= Task prompt =
Entries below include pictures. Output exactly the lines from the one with "Above: before the" down to the one with "- Up to frame 1 (0.25 s): no input", both ends included, and leave the pictures out.

----- Data records

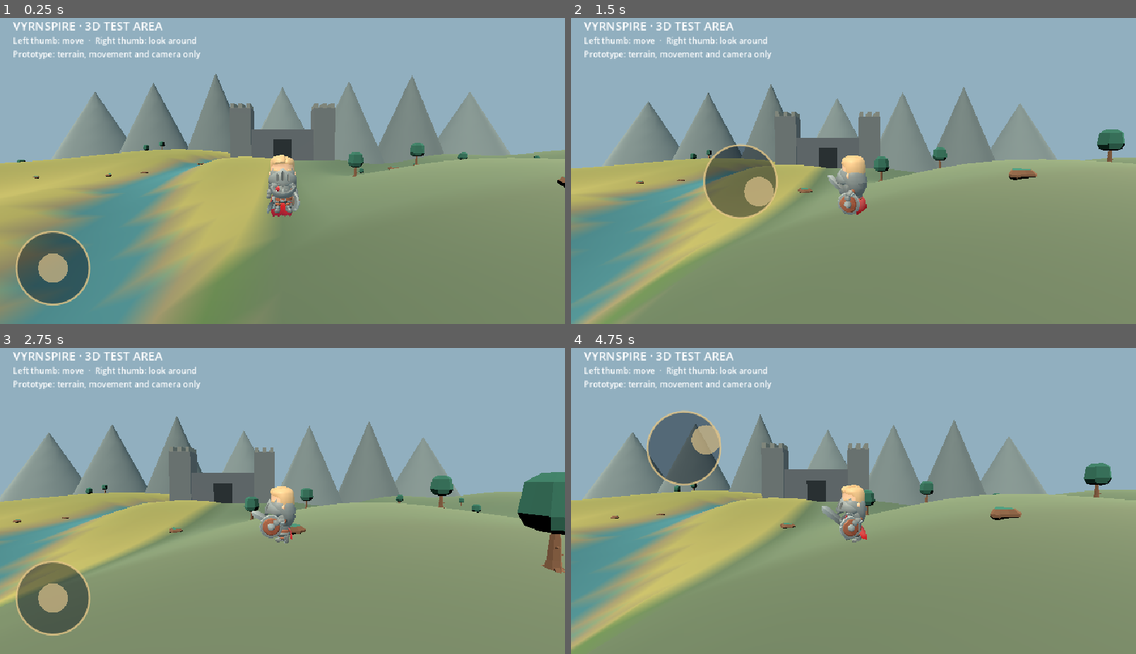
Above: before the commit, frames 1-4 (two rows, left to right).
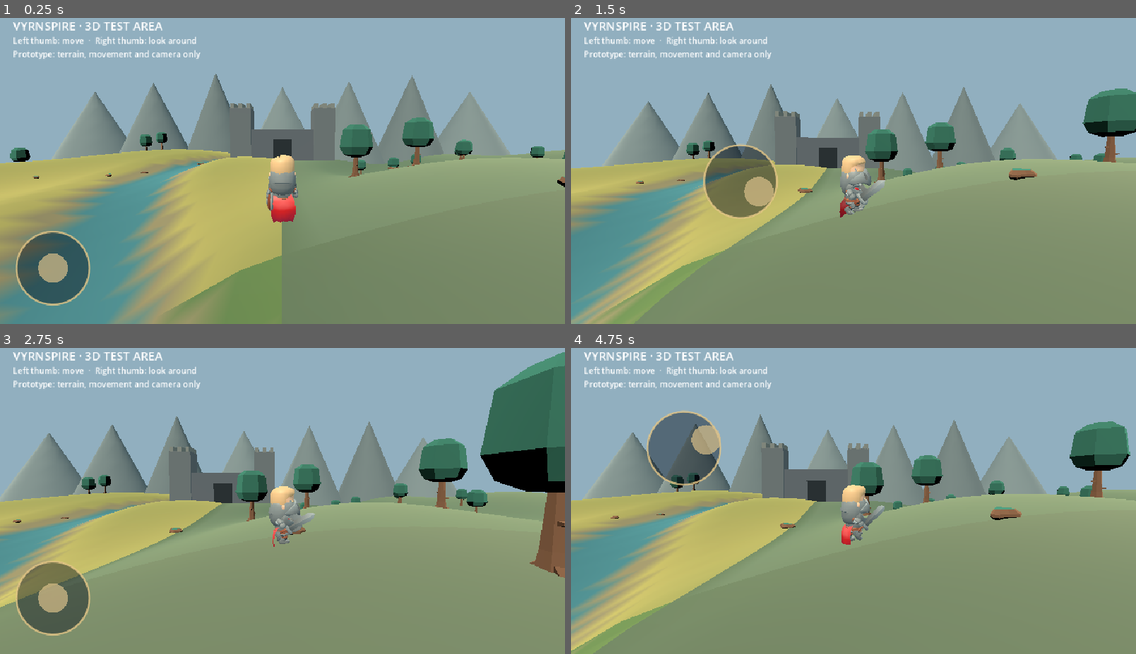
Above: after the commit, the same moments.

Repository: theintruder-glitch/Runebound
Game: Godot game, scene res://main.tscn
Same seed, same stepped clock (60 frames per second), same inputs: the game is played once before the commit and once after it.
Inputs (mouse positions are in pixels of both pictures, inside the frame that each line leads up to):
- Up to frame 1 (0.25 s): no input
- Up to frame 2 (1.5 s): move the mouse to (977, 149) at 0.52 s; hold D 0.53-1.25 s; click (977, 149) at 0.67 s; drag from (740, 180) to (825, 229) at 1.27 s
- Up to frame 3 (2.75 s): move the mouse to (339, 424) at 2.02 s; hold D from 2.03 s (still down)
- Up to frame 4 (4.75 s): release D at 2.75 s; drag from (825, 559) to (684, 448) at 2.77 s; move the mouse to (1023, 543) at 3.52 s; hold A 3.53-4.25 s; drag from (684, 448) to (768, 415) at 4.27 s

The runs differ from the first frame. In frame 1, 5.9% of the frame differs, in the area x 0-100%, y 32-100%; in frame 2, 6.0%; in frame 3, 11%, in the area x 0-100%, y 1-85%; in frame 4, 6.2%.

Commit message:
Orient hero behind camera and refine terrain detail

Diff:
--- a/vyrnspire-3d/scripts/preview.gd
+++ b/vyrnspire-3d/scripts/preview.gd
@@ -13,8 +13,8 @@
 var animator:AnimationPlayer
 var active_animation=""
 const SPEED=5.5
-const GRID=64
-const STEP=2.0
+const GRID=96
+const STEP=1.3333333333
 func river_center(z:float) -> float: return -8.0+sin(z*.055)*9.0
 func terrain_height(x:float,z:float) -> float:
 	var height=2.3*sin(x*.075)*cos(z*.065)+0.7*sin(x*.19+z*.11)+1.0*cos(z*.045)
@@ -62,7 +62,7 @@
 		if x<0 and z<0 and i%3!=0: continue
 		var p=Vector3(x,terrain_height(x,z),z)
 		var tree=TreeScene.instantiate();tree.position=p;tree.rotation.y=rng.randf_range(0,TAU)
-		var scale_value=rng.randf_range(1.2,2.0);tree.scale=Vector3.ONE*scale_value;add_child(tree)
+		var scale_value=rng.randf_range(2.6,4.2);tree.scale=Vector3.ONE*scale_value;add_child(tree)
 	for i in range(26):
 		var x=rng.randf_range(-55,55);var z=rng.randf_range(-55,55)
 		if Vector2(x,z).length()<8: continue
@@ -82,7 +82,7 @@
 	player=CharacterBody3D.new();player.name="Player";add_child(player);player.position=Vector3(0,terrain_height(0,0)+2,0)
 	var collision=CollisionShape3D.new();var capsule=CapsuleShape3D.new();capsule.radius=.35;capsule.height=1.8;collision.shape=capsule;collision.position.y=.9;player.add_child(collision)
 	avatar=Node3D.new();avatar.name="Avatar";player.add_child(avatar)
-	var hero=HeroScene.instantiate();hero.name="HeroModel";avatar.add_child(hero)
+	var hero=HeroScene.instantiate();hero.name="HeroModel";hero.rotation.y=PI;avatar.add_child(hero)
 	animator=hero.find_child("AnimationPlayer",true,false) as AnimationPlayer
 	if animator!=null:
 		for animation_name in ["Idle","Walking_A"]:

----------
----- Data records

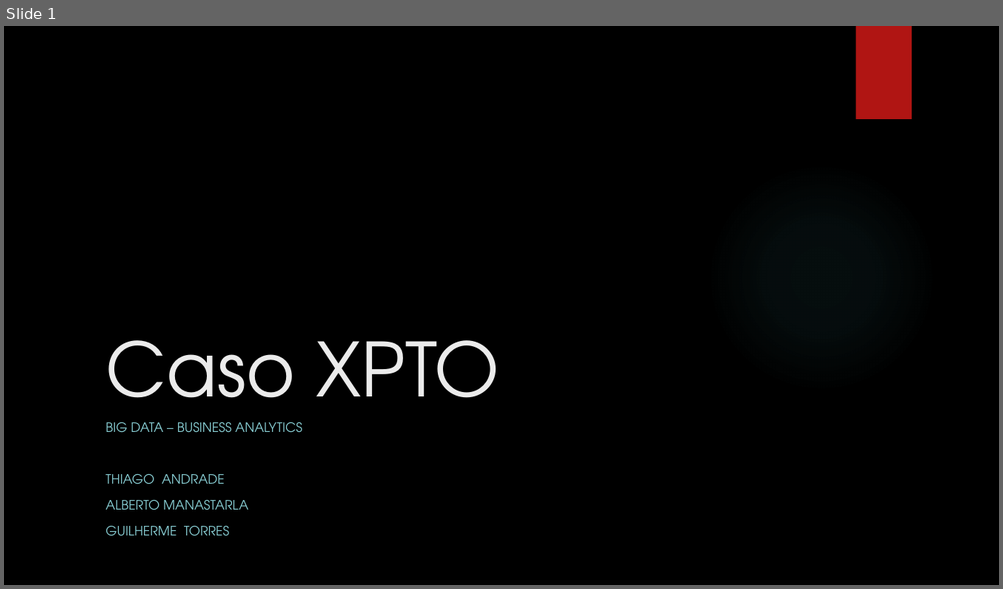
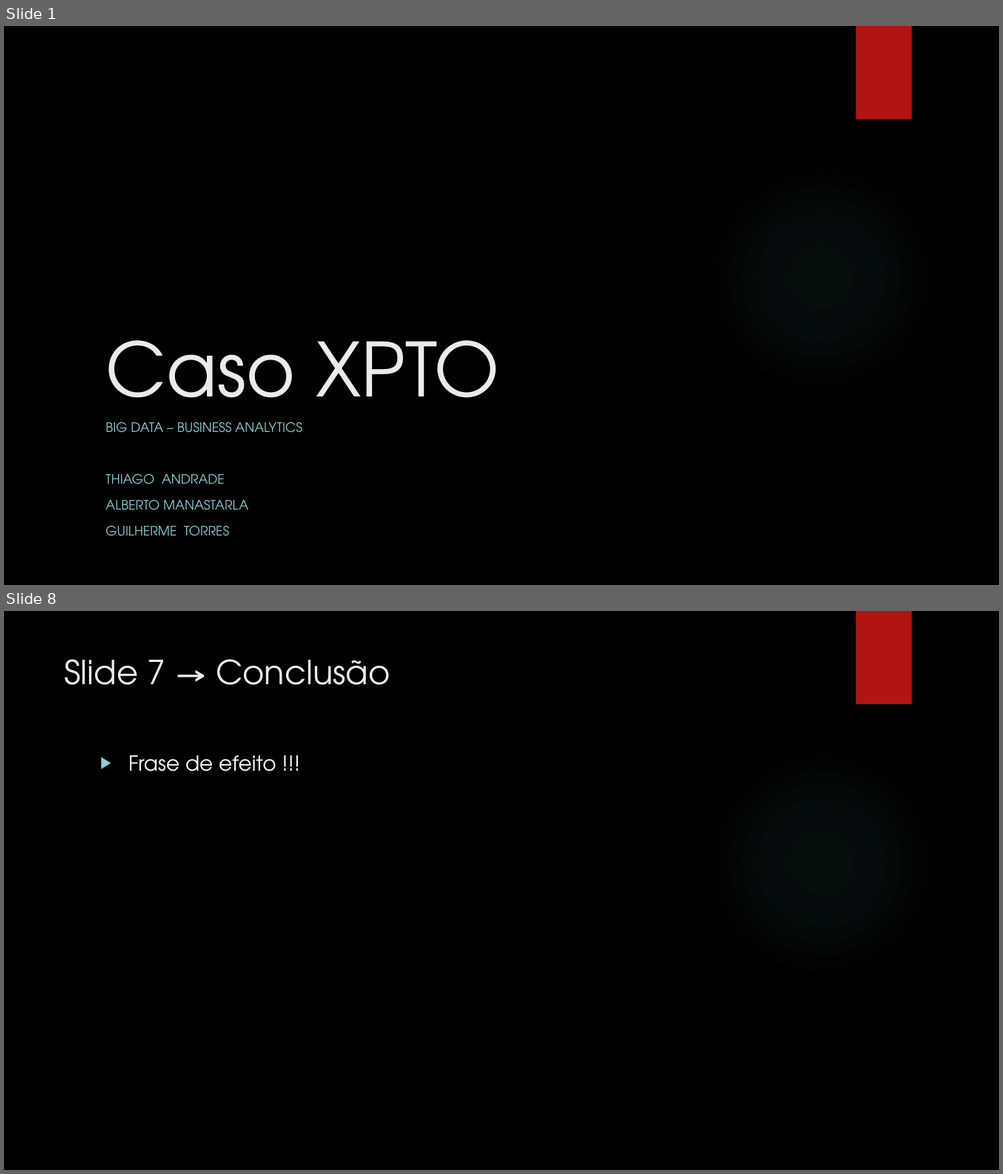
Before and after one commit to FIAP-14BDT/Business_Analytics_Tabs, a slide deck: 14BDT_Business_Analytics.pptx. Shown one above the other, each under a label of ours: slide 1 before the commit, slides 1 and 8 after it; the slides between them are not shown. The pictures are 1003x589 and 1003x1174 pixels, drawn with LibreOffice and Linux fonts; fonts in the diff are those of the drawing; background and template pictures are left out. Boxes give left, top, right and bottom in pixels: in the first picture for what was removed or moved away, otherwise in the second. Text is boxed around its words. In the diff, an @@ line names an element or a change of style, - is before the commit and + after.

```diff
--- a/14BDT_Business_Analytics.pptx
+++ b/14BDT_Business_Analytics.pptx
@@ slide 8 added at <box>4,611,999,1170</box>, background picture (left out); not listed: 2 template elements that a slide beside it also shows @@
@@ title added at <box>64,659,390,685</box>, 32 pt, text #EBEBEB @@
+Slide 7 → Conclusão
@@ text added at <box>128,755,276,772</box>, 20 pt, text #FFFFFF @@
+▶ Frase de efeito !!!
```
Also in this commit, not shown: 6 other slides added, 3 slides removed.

----------
----- Data records

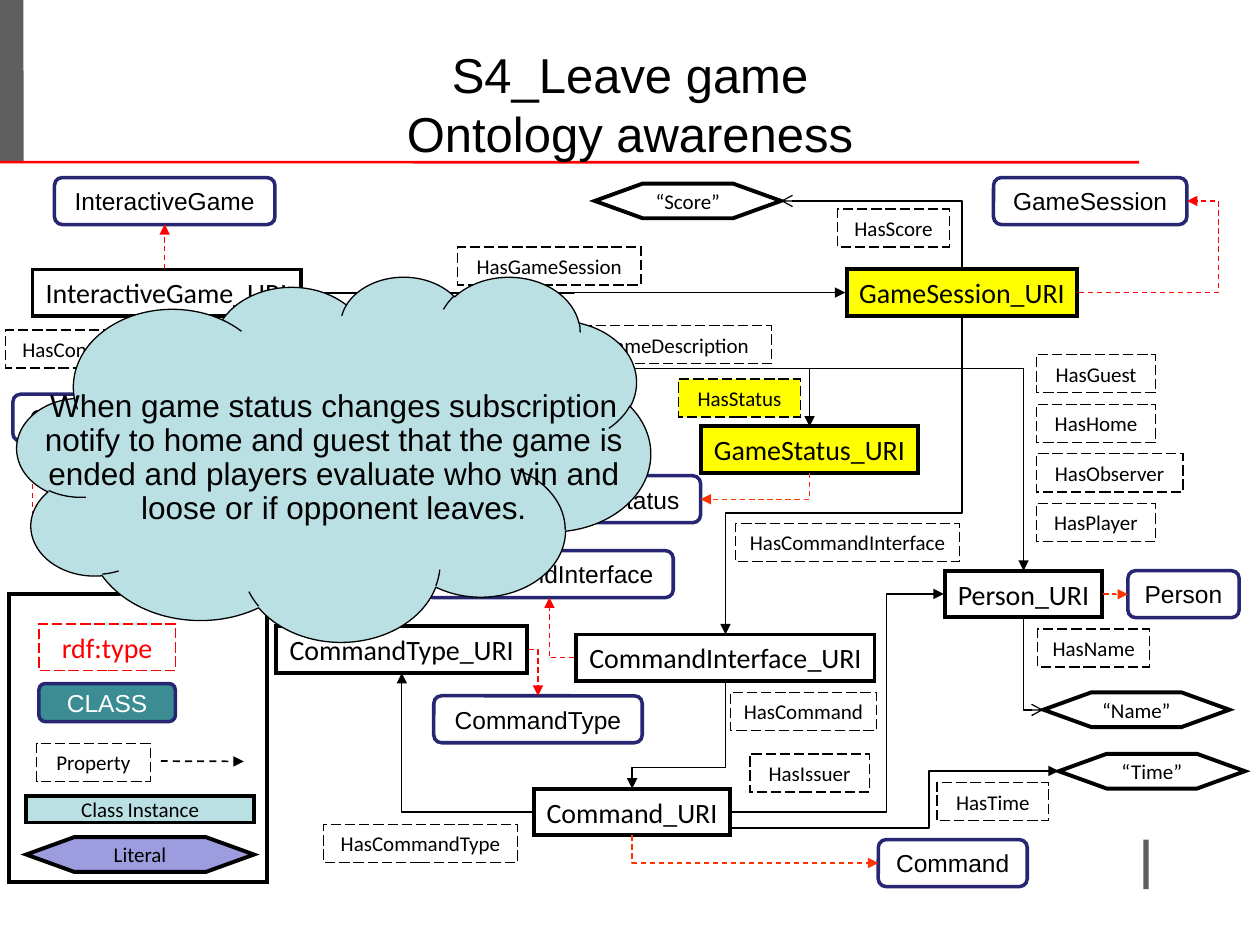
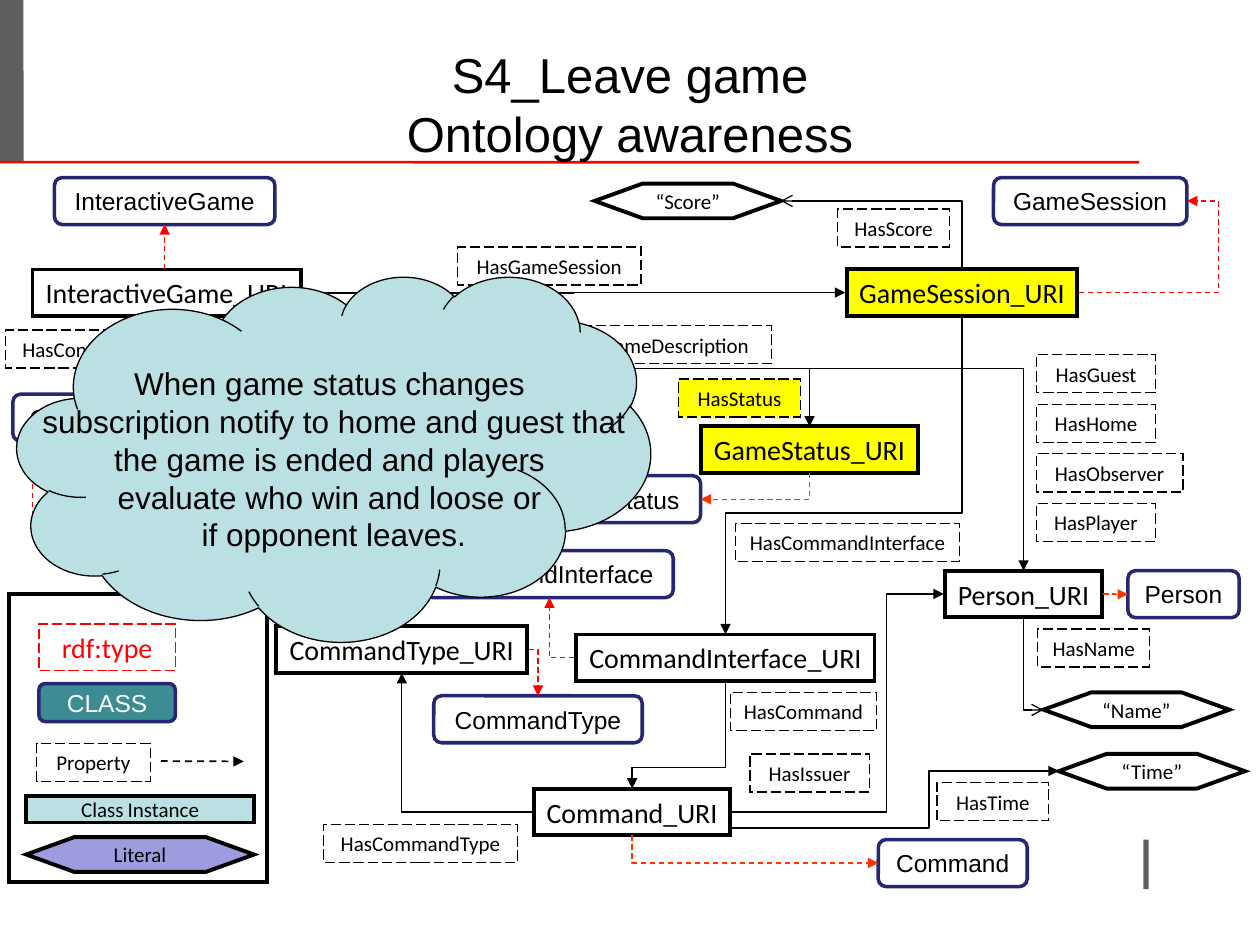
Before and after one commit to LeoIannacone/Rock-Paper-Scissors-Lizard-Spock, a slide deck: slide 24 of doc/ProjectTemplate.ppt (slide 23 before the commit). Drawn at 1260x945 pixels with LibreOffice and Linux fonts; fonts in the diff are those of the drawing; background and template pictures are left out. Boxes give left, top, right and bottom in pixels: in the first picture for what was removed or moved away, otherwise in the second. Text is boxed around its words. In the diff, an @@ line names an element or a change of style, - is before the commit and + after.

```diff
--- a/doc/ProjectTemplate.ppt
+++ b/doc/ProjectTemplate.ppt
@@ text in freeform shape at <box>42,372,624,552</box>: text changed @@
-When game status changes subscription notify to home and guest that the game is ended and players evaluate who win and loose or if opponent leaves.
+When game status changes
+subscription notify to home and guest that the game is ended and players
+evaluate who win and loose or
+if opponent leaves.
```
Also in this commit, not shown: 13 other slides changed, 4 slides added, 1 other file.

----------

= Solution below =
Above: before the commit, frames 1-4 (two rows, left to right).
Above: after the commit, the same moments.

Repository: theintruder-glitch/Runebound
Game: Godot game, scene res://main.tscn
Same seed, same stepped clock (60 frames per second), same inputs: the game is played once before the commit and once after it.
Inputs (mouse positions are in pixels of both pictures, inside the frame that each line leads up to):
- Up to frame 1 (0.25 s): no input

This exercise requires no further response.